Monday, April 16, 2012

Episode 9 - Baptizing Bots, Cursing C++ Updates, Shrinking Songs

Awesome bot names

Team Trivia features, at least in the initial testing phase, bots. These cool little automatons will fill up your team to 4 players whenever there are not enough human players available in the lobby.

To give the bots a bit of personality I wrote a simple syllable-based random name generator. The generation is based on three arrays with syllables taken from the characters of the Oz books. Some of the entries are deliberately empty to create two-syllable words. All in all, nothing fancy, but I really like the names it spits out.



Update from hell - Visual Studio SP1

Time for a rant. I wanted to try building http://1337haxorz.de/products.html and then using it (one way or another) from Delphi. I don't have a decent C++ compiler on this laptop yet, so I downloaded Visual C++ 2010 Express and installed it. Which was a nice and smooth ride, but then... I run it.

First off, it complained about finding other Visual Studio 2010 components running on the system, but ooooh those were SP1, so Visual C++ couldn't run until it was updated as well. Excuse me? I just want to compile some standalone C++ code, do I really care about the exact update version of ASP.net or SQL Server? If it is so darn important that "everything runs on the exact same version", why have me download an outdated version in the first place? But ok, I'll click the button on the dialog that downloads SP1 and install it...

... which apparently takes 4x as long as doing the full Visual C++ 2010 Express installation in the first place. Oh, and it requires a reboot too...

... which then ends in a black-screen-with-mouse-cursor, where it is installing stuff without any visual feedback (i.e. "it just sits there"), for well over an hour! Dear developer people designing this install process, please realize that this sort of user experience is Unacceptable. I can't use my machine (it zapped about _all_ the personal coding time I get on a weeknight), I haven't got a clue how long it is going to take, and most importantly: I'm seriously worried! Is it still running? Is it breaking just my Visual Studio, or trashing my hard disk completely? Will my machine ever come out of it, again?

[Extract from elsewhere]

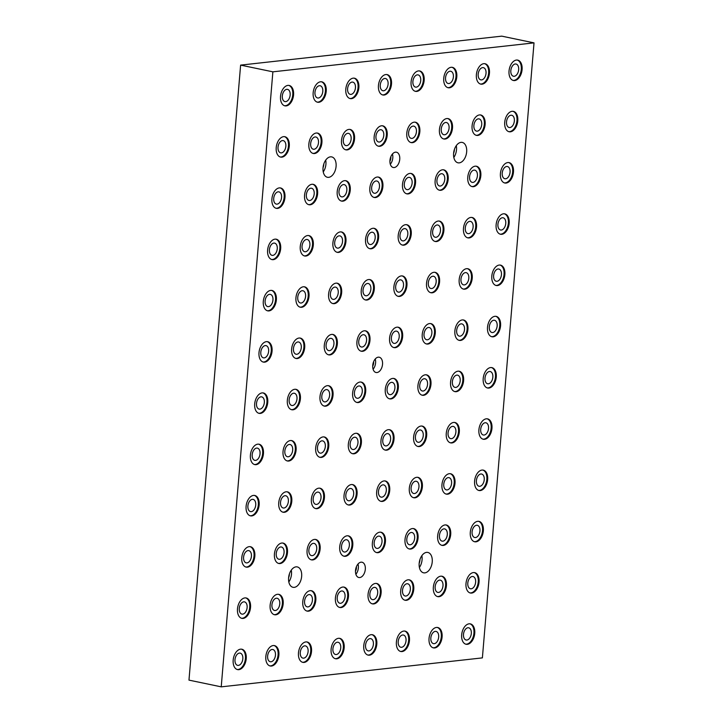 <?xml version="1.0" encoding="UTF-8"?>
<svg xmlns="http://www.w3.org/2000/svg" width="723" height="723" viewBox="0 0 723 723"><rect width="100%" height="100%" fill="white"/><g stroke="black" fill="none" stroke-linecap="round" stroke-linejoin="round"><path stroke-width="1.08" d="M373.61 361.726A4.681 2.865 -78.2 0 1 372.697 366.136M390.827 156.719A4.681 2.865 -78.2 0 1 389.914 161.13M356.403 566.733A4.681 2.865 -78.2 0 1 355.481 571.143M467.926 627.754A6.245 3.823 -78.2 0 1 468.685 627.79A6.245 3.823 -78.2 0 1 471.251 634.08A6.245 3.823 -78.2 0 1 466.895 640.054A6.245 3.823 -78.2 0 1 466.136 640.018A6.245 3.823 -78.2 0 1 463.56 633.728A6.245 3.823 -78.2 0 1 467.926 627.754M476.529 525.25A6.245 3.823 -78.2 0 1 477.288 525.287A6.245 3.823 -78.2 0 1 479.864 531.577A6.245 3.823 -78.2 0 1 475.499 537.55A6.245 3.823 -78.2 0 1 474.74 537.514A6.245 3.823 -78.2 0 1 472.164 531.224A6.245 3.823 -78.2 0 1 476.529 525.25M485.142 422.747A6.245 3.823 -78.2 0 1 485.892 422.783A6.245 3.823 -78.2 0 1 488.468 429.073A6.245 3.823 -78.2 0 1 484.103 435.047A6.245 3.823 -78.2 0 1 483.353 435.011A6.245 3.823 -78.2 0 1 480.777 428.721A6.245 3.823 -78.2 0 1 485.142 422.747M493.746 320.244A6.245 3.823 -78.2 0 1 494.505 320.28A6.245 3.823 -78.2 0 1 497.081 326.57A6.245 3.823 -78.2 0 1 492.715 332.544A6.245 3.823 -78.2 0 1 491.956 332.508A6.245 3.823 -78.2 0 1 489.381 326.227A6.245 3.823 -78.2 0 1 493.746 320.244M502.349 217.74A6.245 3.823 -78.2 0 1 503.109 217.777A6.245 3.823 -78.2 0 1 505.684 224.067A6.245 3.823 -78.2 0 1 501.319 230.041A6.245 3.823 -78.2 0 1 500.56 230.004A6.245 3.823 -78.2 0 1 497.993 223.723A6.245 3.823 -78.2 0 1 502.349 217.74M510.962 115.237A6.245 3.823 -78.2 0 1 511.721 115.273A6.245 3.823 -78.2 0 1 514.288 121.563A6.245 3.823 -78.2 0 1 509.932 127.537A6.245 3.823 -78.2 0 1 509.173 127.51A6.245 3.823 -78.2 0 1 506.597 121.22A6.245 3.823 -78.2 0 1 510.962 115.237M435.282 631.378A6.245 3.823 -78.2 0 1 436.041 631.405A6.245 3.823 -78.2 0 1 438.608 637.695A6.245 3.823 -78.2 0 1 434.243 643.678A6.245 3.823 -78.2 0 1 433.493 643.642A6.245 3.823 -78.2 0 1 430.917 637.352A6.245 3.823 -78.2 0 1 435.282 631.378M443.886 528.875A6.245 3.823 -78.2 0 1 444.645 528.902A6.245 3.823 -78.2 0 1 447.221 535.192A6.245 3.823 -78.2 0 1 442.856 541.175A6.245 3.823 -78.2 0 1 442.096 541.138A6.245 3.823 -78.2 0 1 439.521 534.848A6.245 3.823 -78.2 0 1 443.886 528.875M452.499 426.371A6.245 3.823 -78.2 0 1 453.249 426.398A6.245 3.823 -78.2 0 1 455.824 432.688A6.245 3.823 -78.2 0 1 451.459 438.671A6.245 3.823 -78.2 0 1 450.7 438.635A6.245 3.823 -78.2 0 1 448.133 432.345A6.245 3.823 -78.2 0 1 452.499 426.371M461.102 323.868A6.245 3.823 -78.2 0 1 461.861 323.904A6.245 3.823 -78.2 0 1 464.437 330.185A6.245 3.823 -78.2 0 1 460.072 336.168A6.245 3.823 -78.2 0 1 459.313 336.132A6.245 3.823 -78.2 0 1 456.737 329.842A6.245 3.823 -78.2 0 1 461.102 323.868M469.706 221.365A6.245 3.823 -78.2 0 1 470.465 221.401A6.245 3.823 -78.2 0 1 473.041 227.682A6.245 3.823 -78.2 0 1 468.676 233.665A6.245 3.823 -78.2 0 1 467.917 233.628A6.245 3.823 -78.2 0 1 465.35 227.338A6.245 3.823 -78.2 0 1 469.706 221.365M478.319 118.861A6.245 3.823 -78.2 0 1 479.078 118.897A6.245 3.823 -78.2 0 1 481.645 125.187A6.245 3.823 -78.2 0 1 477.288 131.161A6.245 3.823 -78.2 0 1 476.529 131.125A6.245 3.823 -78.2 0 1 473.954 124.835A6.245 3.823 -78.2 0 1 478.319 118.861M402.639 634.993A6.245 3.823 -78.2 0 1 403.398 635.029A6.245 3.823 -78.2 0 1 405.964 641.319A6.245 3.823 -78.2 0 1 401.599 647.293A6.245 3.823 -78.2 0 1 400.849 647.257A6.245 3.823 -78.2 0 1 398.274 640.976A6.245 3.823 -78.2 0 1 402.639 634.993M411.242 532.49A6.245 3.823 -78.2 0 1 412.002 532.526A6.245 3.823 -78.2 0 1 414.577 538.816A6.245 3.823 -78.2 0 1 410.212 544.79A6.245 3.823 -78.2 0 1 409.453 544.753A6.245 3.823 -78.2 0 1 406.877 538.472A6.245 3.823 -78.2 0 1 411.242 532.49M419.855 429.986A6.245 3.823 -78.2 0 1 420.605 430.022A6.245 3.823 -78.2 0 1 423.181 436.312A6.245 3.823 -78.2 0 1 418.816 442.286A6.245 3.823 -78.2 0 1 418.057 442.259A6.245 3.823 -78.2 0 1 415.49 435.969A6.245 3.823 -78.2 0 1 419.855 429.986M428.459 327.483A6.245 3.823 -78.2 0 1 429.218 327.519A6.245 3.823 -78.2 0 1 431.794 333.809A6.245 3.823 -78.2 0 1 427.429 339.783A6.245 3.823 -78.2 0 1 426.669 339.756A6.245 3.823 -78.2 0 1 424.094 333.466A6.245 3.823 -78.2 0 1 428.459 327.483M437.063 224.98A6.245 3.823 -78.2 0 1 437.822 225.016A6.245 3.823 -78.2 0 1 440.397 231.306A6.245 3.823 -78.2 0 1 436.032 237.28A6.245 3.823 -78.2 0 1 435.273 237.252A6.245 3.823 -78.2 0 1 432.706 230.962A6.245 3.823 -78.2 0 1 437.063 224.98M445.675 122.476A6.245 3.823 -78.2 0 1 446.434 122.512A6.245 3.823 -78.2 0 1 449.001 128.802A6.245 3.823 -78.2 0 1 444.636 134.776A6.245 3.823 -78.2 0 1 443.886 134.749A6.245 3.823 -78.2 0 1 441.31 128.459A6.245 3.823 -78.2 0 1 445.675 122.476M369.995 638.617A6.245 3.823 -78.2 0 1 370.745 638.653A6.245 3.823 -78.2 0 1 373.321 644.934A6.245 3.823 -78.2 0 1 368.956 650.917A6.245 3.823 -78.2 0 1 368.206 650.881A6.245 3.823 -78.2 0 1 365.63 644.591A6.245 3.823 -78.2 0 1 369.995 638.617M378.599 536.114A6.245 3.823 -78.2 0 1 379.358 536.15A6.245 3.823 -78.2 0 1 381.934 542.431A6.245 3.823 -78.2 0 1 377.569 548.414A6.245 3.823 -78.2 0 1 376.81 548.377A6.245 3.823 -78.2 0 1 374.234 542.087A6.245 3.823 -78.2 0 1 378.599 536.114M387.203 433.61A6.245 3.823 -78.2 0 1 387.962 433.646A6.245 3.823 -78.2 0 1 390.537 439.936A6.245 3.823 -78.2 0 1 386.172 445.91A6.245 3.823 -78.2 0 1 385.413 445.874A6.245 3.823 -78.2 0 1 382.847 439.584A6.245 3.823 -78.2 0 1 387.203 433.61M395.815 331.107A6.245 3.823 -78.2 0 1 396.575 331.143A6.245 3.823 -78.2 0 1 399.141 337.433A6.245 3.823 -78.2 0 1 394.785 343.407A6.245 3.823 -78.2 0 1 394.026 343.371A6.245 3.823 -78.2 0 1 391.45 337.081A6.245 3.823 -78.2 0 1 395.815 331.107M404.419 228.604A6.245 3.823 -78.2 0 1 405.178 228.64A6.245 3.823 -78.2 0 1 407.754 234.93A6.245 3.823 -78.2 0 1 403.389 240.904A6.245 3.823 -78.2 0 1 402.63 240.867A6.245 3.823 -78.2 0 1 400.054 234.577A6.245 3.823 -78.2 0 1 404.419 228.604M413.032 126.1A6.245 3.823 -78.2 0 1 413.791 126.136A6.245 3.823 -78.2 0 1 416.358 132.426A6.245 3.823 -78.2 0 1 411.993 138.4A6.245 3.823 -78.2 0 1 411.242 138.364A6.245 3.823 -78.2 0 1 408.667 132.074A6.245 3.823 -78.2 0 1 413.032 126.1M337.352 642.232A6.245 3.823 -78.2 0 1 338.102 642.268A6.245 3.823 -78.2 0 1 340.678 648.558A6.245 3.823 -78.2 0 1 336.312 654.532A6.245 3.823 -78.2 0 1 335.553 654.505A6.245 3.823 -78.2 0 1 332.987 648.215A6.245 3.823 -78.2 0 1 337.352 642.232M345.956 539.729A6.245 3.823 -78.2 0 1 346.715 539.765A6.245 3.823 -78.2 0 1 349.29 546.055A6.245 3.823 -78.2 0 1 344.925 552.029A6.245 3.823 -78.2 0 1 344.166 552.001A6.245 3.823 -78.2 0 1 341.59 545.711A6.245 3.823 -78.2 0 1 345.956 539.729M354.559 437.225A6.245 3.823 -78.2 0 1 355.318 437.261A6.245 3.823 -78.2 0 1 357.894 443.551A6.245 3.823 -78.2 0 1 353.529 449.525A6.245 3.823 -78.2 0 1 352.77 449.498A6.245 3.823 -78.2 0 1 350.203 443.208A6.245 3.823 -78.2 0 1 354.559 437.225M363.172 334.722A6.245 3.823 -78.2 0 1 363.931 334.758A6.245 3.823 -78.2 0 1 366.498 341.048A6.245 3.823 -78.2 0 1 362.142 347.031A6.245 3.823 -78.2 0 1 361.383 346.995A6.245 3.823 -78.2 0 1 358.807 340.705A6.245 3.823 -78.2 0 1 363.172 334.722M371.776 232.228A6.245 3.823 -78.2 0 1 372.535 232.255A6.245 3.823 -78.2 0 1 375.11 238.545A6.245 3.823 -78.2 0 1 370.745 244.528A6.245 3.823 -78.2 0 1 369.986 244.491A6.245 3.823 -78.2 0 1 367.411 238.201A6.245 3.823 -78.2 0 1 371.776 232.228M380.388 129.724A6.245 3.823 -78.2 0 1 381.138 129.751A6.245 3.823 -78.2 0 1 383.714 136.041A6.245 3.823 -78.2 0 1 379.349 142.024A6.245 3.823 -78.2 0 1 378.599 141.988A6.245 3.823 -78.2 0 1 376.023 135.698A6.245 3.823 -78.2 0 1 380.388 129.724M304.708 645.856A6.245 3.823 -78.2 0 1 305.458 645.892A6.245 3.823 -78.2 0 1 308.034 652.182A6.245 3.823 -78.2 0 1 303.669 658.156A6.245 3.823 -78.2 0 1 302.91 658.12A6.245 3.823 -78.2 0 1 300.343 651.83A6.245 3.823 -78.2 0 1 304.708 645.856M313.312 543.353A6.245 3.823 -78.2 0 1 314.071 543.389A6.245 3.823 -78.2 0 1 316.647 549.679A6.245 3.823 -78.2 0 1 312.282 555.653A6.245 3.823 -78.2 0 1 311.523 555.616A6.245 3.823 -78.2 0 1 308.947 549.326A6.245 3.823 -78.2 0 1 313.312 543.353M321.916 440.849A6.245 3.823 -78.2 0 1 322.675 440.885A6.245 3.823 -78.2 0 1 325.251 447.176A6.245 3.823 -78.2 0 1 320.885 453.149A6.245 3.823 -78.2 0 1 320.126 453.113A6.245 3.823 -78.2 0 1 317.551 446.823A6.245 3.823 -78.2 0 1 321.916 440.849M330.528 338.346A6.245 3.823 -78.2 0 1 331.288 338.382A6.245 3.823 -78.2 0 1 333.854 344.672A6.245 3.823 -78.2 0 1 329.489 350.646A6.245 3.823 -78.2 0 1 328.739 350.61A6.245 3.823 -78.2 0 1 326.163 344.32A6.245 3.823 -78.2 0 1 330.528 338.346M339.132 235.843A6.245 3.823 -78.2 0 1 339.891 235.879A6.245 3.823 -78.2 0 1 342.467 242.169A6.245 3.823 -78.2 0 1 338.102 248.143A6.245 3.823 -78.2 0 1 337.343 248.106A6.245 3.823 -78.2 0 1 334.767 241.816A6.245 3.823 -78.2 0 1 339.132 235.843M347.745 133.339A6.245 3.823 -78.2 0 1 348.495 133.375A6.245 3.823 -78.2 0 1 351.071 139.666A6.245 3.823 -78.2 0 1 346.706 145.639A6.245 3.823 -78.2 0 1 345.946 145.603A6.245 3.823 -78.2 0 1 343.38 139.322A6.245 3.823 -78.2 0 1 347.745 133.339M272.056 649.48A6.245 3.823 -78.2 0 1 272.815 649.507A6.245 3.823 -78.2 0 1 275.391 655.797A6.245 3.823 -78.2 0 1 271.026 661.78A6.245 3.823 -78.2 0 1 270.266 661.744A6.245 3.823 -78.2 0 1 267.7 655.454A6.245 3.823 -78.2 0 1 272.056 649.48M280.669 546.977A6.245 3.823 -78.2 0 1 281.428 547.004A6.245 3.823 -78.2 0 1 283.994 553.294A6.245 3.823 -78.2 0 1 279.638 559.277A6.245 3.823 -78.2 0 1 278.879 559.24A6.245 3.823 -78.2 0 1 276.303 552.95A6.245 3.823 -78.2 0 1 280.669 546.977M289.272 444.473A6.245 3.823 -78.2 0 1 290.031 444.5A6.245 3.823 -78.2 0 1 292.607 450.791A6.245 3.823 -78.2 0 1 288.242 456.773A6.245 3.823 -78.2 0 1 287.483 456.737A6.245 3.823 -78.2 0 1 284.907 450.447A6.245 3.823 -78.2 0 1 289.272 444.473M297.885 341.97A6.245 3.823 -78.2 0 1 298.644 341.997A6.245 3.823 -78.2 0 1 301.211 348.287A6.245 3.823 -78.2 0 1 296.846 354.27A6.245 3.823 -78.2 0 1 296.096 354.234A6.245 3.823 -78.2 0 1 293.52 347.944A6.245 3.823 -78.2 0 1 297.885 341.97M306.489 239.467A6.245 3.823 -78.2 0 1 307.248 239.494A6.245 3.823 -78.2 0 1 309.824 245.784A6.245 3.823 -78.2 0 1 305.458 251.767A6.245 3.823 -78.2 0 1 304.699 251.731A6.245 3.823 -78.2 0 1 302.124 245.44A6.245 3.823 -78.2 0 1 306.489 239.467M315.101 136.963A6.245 3.823 -78.2 0 1 315.852 136.999A6.245 3.823 -78.2 0 1 318.427 143.281A6.245 3.823 -78.2 0 1 314.062 149.263A6.245 3.823 -78.2 0 1 313.303 149.227A6.245 3.823 -78.2 0 1 310.736 142.937A6.245 3.823 -78.2 0 1 315.101 136.963M239.412 653.095A6.245 3.823 -78.2 0 1 240.172 653.131A6.245 3.823 -78.2 0 1 242.747 659.421A6.245 3.823 -78.2 0 1 238.382 665.395A6.245 3.823 -78.2 0 1 237.623 665.359A6.245 3.823 -78.2 0 1 235.056 659.069A6.245 3.823 -78.2 0 1 239.412 653.095M248.025 550.592A6.245 3.823 -78.2 0 1 248.784 550.628A6.245 3.823 -78.2 0 1 251.351 556.918A6.245 3.823 -78.2 0 1 246.995 562.892A6.245 3.823 -78.2 0 1 246.236 562.856A6.245 3.823 -78.2 0 1 243.66 556.574A6.245 3.823 -78.2 0 1 248.025 550.592M256.629 448.088A6.245 3.823 -78.2 0 1 257.388 448.124A6.245 3.823 -78.2 0 1 259.964 454.415A6.245 3.823 -78.2 0 1 255.599 460.388A6.245 3.823 -78.2 0 1 254.839 460.352A6.245 3.823 -78.2 0 1 252.264 454.071A6.245 3.823 -78.2 0 1 256.629 448.088M265.242 345.585A6.245 3.823 -78.2 0 1 265.992 345.621A6.245 3.823 -78.2 0 1 268.567 351.911A6.245 3.823 -78.2 0 1 264.202 357.885A6.245 3.823 -78.2 0 1 263.452 357.858A6.245 3.823 -78.2 0 1 260.876 351.568A6.245 3.823 -78.2 0 1 265.242 345.585M273.845 243.082A6.245 3.823 -78.2 0 1 274.604 243.118A6.245 3.823 -78.2 0 1 277.18 249.408A6.245 3.823 -78.2 0 1 272.815 255.382A6.245 3.823 -78.2 0 1 272.056 255.355A6.245 3.823 -78.2 0 1 269.48 249.064A6.245 3.823 -78.2 0 1 273.845 243.082M282.449 140.578A6.245 3.823 -78.2 0 1 283.208 140.614A6.245 3.823 -78.2 0 1 285.784 146.905A6.245 3.823 -78.2 0 1 281.419 152.878A6.245 3.823 -78.2 0 1 280.66 152.851A6.245 3.823 -78.2 0 1 278.093 146.561A6.245 3.823 -78.2 0 1 282.449 140.578M286.76 89.327A6.245 3.823 -78.2 0 1 287.51 89.363A6.245 3.823 -78.2 0 1 290.086 95.653A6.245 3.823 -78.2 0 1 285.721 101.627A6.245 3.823 -78.2 0 1 284.97 101.6A6.245 3.823 -78.2 0 1 282.395 95.309A6.245 3.823 -78.2 0 1 286.76 89.327M278.147 191.83A6.245 3.823 -78.2 0 1 278.906 191.866A6.245 3.823 -78.2 0 1 281.482 198.156A6.245 3.823 -78.2 0 1 277.117 204.13A6.245 3.823 -78.2 0 1 276.358 204.103A6.245 3.823 -78.2 0 1 273.782 197.813A6.245 3.823 -78.2 0 1 278.147 191.83M269.543 294.333A6.245 3.823 -78.2 0 1 270.303 294.369A6.245 3.823 -78.2 0 1 272.869 300.66A6.245 3.823 -78.2 0 1 268.513 306.633A6.245 3.823 -78.2 0 1 267.754 306.606A6.245 3.823 -78.2 0 1 265.178 300.316A6.245 3.823 -78.2 0 1 269.543 294.333M260.931 396.837A6.245 3.823 -78.2 0 1 261.69 396.873A6.245 3.823 -78.2 0 1 264.266 403.163A6.245 3.823 -78.2 0 1 259.9 409.137A6.245 3.823 -78.2 0 1 259.141 409.101A6.245 3.823 -78.2 0 1 256.575 402.819A6.245 3.823 -78.2 0 1 260.931 396.837M252.327 499.34A6.245 3.823 -78.2 0 1 253.086 499.376A6.245 3.823 -78.2 0 1 255.662 505.666A6.245 3.823 -78.2 0 1 251.297 511.64A6.245 3.823 -78.2 0 1 250.538 511.604A6.245 3.823 -78.2 0 1 247.962 505.323A6.245 3.823 -78.2 0 1 252.327 499.34M243.723 601.843A6.245 3.823 -78.2 0 1 244.473 601.879A6.245 3.823 -78.2 0 1 247.049 608.17A6.245 3.823 -78.2 0 1 242.684 614.143A6.245 3.823 -78.2 0 1 241.934 614.107A6.245 3.823 -78.2 0 1 239.358 607.817A6.245 3.823 -78.2 0 1 243.723 601.843M319.403 85.712A6.245 3.823 -78.2 0 1 320.162 85.748A6.245 3.823 -78.2 0 1 322.729 92.029A6.245 3.823 -78.2 0 1 318.364 98.012A6.245 3.823 -78.2 0 1 317.614 97.976A6.245 3.823 -78.2 0 1 315.038 91.685A6.245 3.823 -78.2 0 1 319.403 85.712M310.791 188.215A6.245 3.823 -78.2 0 1 311.55 188.242A6.245 3.823 -78.2 0 1 314.125 194.532A6.245 3.823 -78.2 0 1 309.76 200.515A6.245 3.823 -78.2 0 1 309.001 200.479A6.245 3.823 -78.2 0 1 306.425 194.189A6.245 3.823 -78.2 0 1 310.791 188.215M302.187 290.718A6.245 3.823 -78.2 0 1 302.946 290.745A6.245 3.823 -78.2 0 1 305.513 297.036A6.245 3.823 -78.2 0 1 301.157 303.018A6.245 3.823 -78.2 0 1 300.397 302.982A6.245 3.823 -78.2 0 1 297.822 296.692A6.245 3.823 -78.2 0 1 302.187 290.718M293.583 393.222A6.245 3.823 -78.2 0 1 294.333 393.249A6.245 3.823 -78.2 0 1 296.909 399.539A6.245 3.823 -78.2 0 1 292.544 405.522A6.245 3.823 -78.2 0 1 291.785 405.486A6.245 3.823 -78.2 0 1 289.218 399.195A6.245 3.823 -78.2 0 1 293.583 393.222M284.97 495.725A6.245 3.823 -78.2 0 1 285.73 495.752A6.245 3.823 -78.2 0 1 288.305 502.042A6.245 3.823 -78.2 0 1 283.94 508.025A6.245 3.823 -78.2 0 1 283.181 507.989A6.245 3.823 -78.2 0 1 280.605 501.699A6.245 3.823 -78.2 0 1 284.97 495.725M276.367 598.228A6.245 3.823 -78.2 0 1 277.126 598.255A6.245 3.823 -78.2 0 1 279.693 604.545A6.245 3.823 -78.2 0 1 275.327 610.528A6.245 3.823 -78.2 0 1 274.577 610.492A6.245 3.823 -78.2 0 1 272.002 604.202A6.245 3.823 -78.2 0 1 276.367 598.228M352.047 82.088A6.245 3.823 -78.2 0 1 352.806 82.124A6.245 3.823 -78.2 0 1 355.373 88.414A6.245 3.823 -78.2 0 1 351.017 94.388A6.245 3.823 -78.2 0 1 350.257 94.352A6.245 3.823 -78.2 0 1 347.682 88.07A6.245 3.823 -78.2 0 1 352.047 82.088M343.434 184.591A6.245 3.823 -78.2 0 1 344.193 184.627A6.245 3.823 -78.2 0 1 346.769 190.917A6.245 3.823 -78.2 0 1 342.404 196.891A6.245 3.823 -78.2 0 1 341.645 196.855A6.245 3.823 -78.2 0 1 339.078 190.565A6.245 3.823 -78.2 0 1 343.434 184.591M334.83 287.094A6.245 3.823 -78.2 0 1 335.589 287.13A6.245 3.823 -78.2 0 1 338.165 293.421A6.245 3.823 -78.2 0 1 333.8 299.394A6.245 3.823 -78.2 0 1 333.041 299.358A6.245 3.823 -78.2 0 1 330.465 293.068A6.245 3.823 -78.2 0 1 334.83 287.094M326.227 389.598A6.245 3.823 -78.2 0 1 326.977 389.634A6.245 3.823 -78.2 0 1 329.552 395.924A6.245 3.823 -78.2 0 1 325.187 401.898A6.245 3.823 -78.2 0 1 324.428 401.861A6.245 3.823 -78.2 0 1 321.862 395.571A6.245 3.823 -78.2 0 1 326.227 389.598M317.614 492.101A6.245 3.823 -78.2 0 1 318.373 492.137A6.245 3.823 -78.2 0 1 320.949 498.427A6.245 3.823 -78.2 0 1 316.584 504.401A6.245 3.823 -78.2 0 1 315.824 504.365A6.245 3.823 -78.2 0 1 313.249 498.075A6.245 3.823 -78.2 0 1 317.614 492.101M309.01 594.604A6.245 3.823 -78.2 0 1 309.769 594.64A6.245 3.823 -78.2 0 1 312.336 600.93A6.245 3.823 -78.2 0 1 307.971 606.904A6.245 3.823 -78.2 0 1 307.221 606.868A6.245 3.823 -78.2 0 1 304.645 600.578A6.245 3.823 -78.2 0 1 309.01 594.604M384.69 78.473A6.245 3.823 -78.2 0 1 385.449 78.5A6.245 3.823 -78.2 0 1 388.016 84.79A6.245 3.823 -78.2 0 1 383.66 90.773A6.245 3.823 -78.2 0 1 382.901 90.737A6.245 3.823 -78.2 0 1 380.325 84.446A6.245 3.823 -78.2 0 1 384.69 78.473M376.077 180.976A6.245 3.823 -78.2 0 1 376.837 181.003A6.245 3.823 -78.2 0 1 379.412 187.293A6.245 3.823 -78.2 0 1 375.047 193.276A6.245 3.823 -78.2 0 1 374.288 193.24A6.245 3.823 -78.2 0 1 371.721 186.95A6.245 3.823 -78.2 0 1 376.077 180.976M367.474 283.479A6.245 3.823 -78.2 0 1 368.233 283.506A6.245 3.823 -78.2 0 1 370.809 289.796A6.245 3.823 -78.2 0 1 366.444 295.779A6.245 3.823 -78.2 0 1 365.684 295.743A6.245 3.823 -78.2 0 1 363.109 289.453A6.245 3.823 -78.2 0 1 367.474 283.479M358.87 385.974A6.245 3.823 -78.2 0 1 359.62 386.01A6.245 3.823 -78.2 0 1 362.196 392.3A6.245 3.823 -78.2 0 1 357.831 398.283A6.245 3.823 -78.2 0 1 357.081 398.246A6.245 3.823 -78.2 0 1 354.505 391.956A6.245 3.823 -78.2 0 1 358.87 385.974M350.257 488.477A6.245 3.823 -78.2 0 1 351.017 488.513A6.245 3.823 -78.2 0 1 353.592 494.803A6.245 3.823 -78.2 0 1 349.227 500.777A6.245 3.823 -78.2 0 1 348.468 500.75A6.245 3.823 -78.2 0 1 345.892 494.46A6.245 3.823 -78.2 0 1 350.257 488.477M341.654 590.98A6.245 3.823 -78.2 0 1 342.413 591.016A6.245 3.823 -78.2 0 1 344.979 597.306A6.245 3.823 -78.2 0 1 340.623 603.28A6.245 3.823 -78.2 0 1 339.864 603.253A6.245 3.823 -78.2 0 1 337.289 596.963A6.245 3.823 -78.2 0 1 341.654 590.98M417.334 74.849A6.245 3.823 -78.2 0 1 418.093 74.885A6.245 3.823 -78.2 0 1 420.659 81.175A6.245 3.823 -78.2 0 1 416.303 87.149A6.245 3.823 -78.2 0 1 415.544 87.112A6.245 3.823 -78.2 0 1 412.969 80.822A6.245 3.823 -78.2 0 1 417.334 74.849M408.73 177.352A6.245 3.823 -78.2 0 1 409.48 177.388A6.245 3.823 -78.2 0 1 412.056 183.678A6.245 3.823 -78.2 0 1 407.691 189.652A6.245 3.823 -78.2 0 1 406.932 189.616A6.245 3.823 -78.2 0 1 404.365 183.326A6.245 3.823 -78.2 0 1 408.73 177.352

If you are going to lock me out of my own machine for this amount of time, at least have the decency to warn me beforehand, but even then... what the heck are you installing on my machine that takes so frighteningly long? The entire MSDN?


 
Building a tiny V2 executable with VS2010

As Fabian "Ryg"Giesen just published loads of Farbrausch tools on GitHub, all of this will probably become irrelevant really fast, but here is how you do it:

Prerequisites
- Install Visual C++ 2010 express. Gnash teeth whilst enduring any SP1 updates.
- Get nasm. Install it anywhere, but make sure to put the location into the path.
- Copy nasm.exe to nasmw.exe. This is probably not the best way to do this, but it works.
- Get the official kkrunchy binary from ryg's Homepage . Put anywhere on your disk.
- Get the V2 sources . Again, the project is now on Github, so you might want to pull it from there.

Building
- Open up example/tinyplayer.sln from the V2 source folder. Visual C++ will automatically upgrade the solution to 2010
- Open up the project property pages.
- Change the Base Address to 0x800000 (or anything significantly bigger than the default 0x400000, really). This will suppress kkrunchy's warning about the resulting executable not working on win 9x.
- Change the Randomized Base Address to No (/DYNAMICBASE:NO). If you leave this setting on th default Yes, the kkrunched executable will immediately crash when started.



- Close the property pages and build the project (F7).
- Open up a CMD prompt, run kkrunchy on the resulting tinyplayer.exe . Done. 16kb of tiny music madness.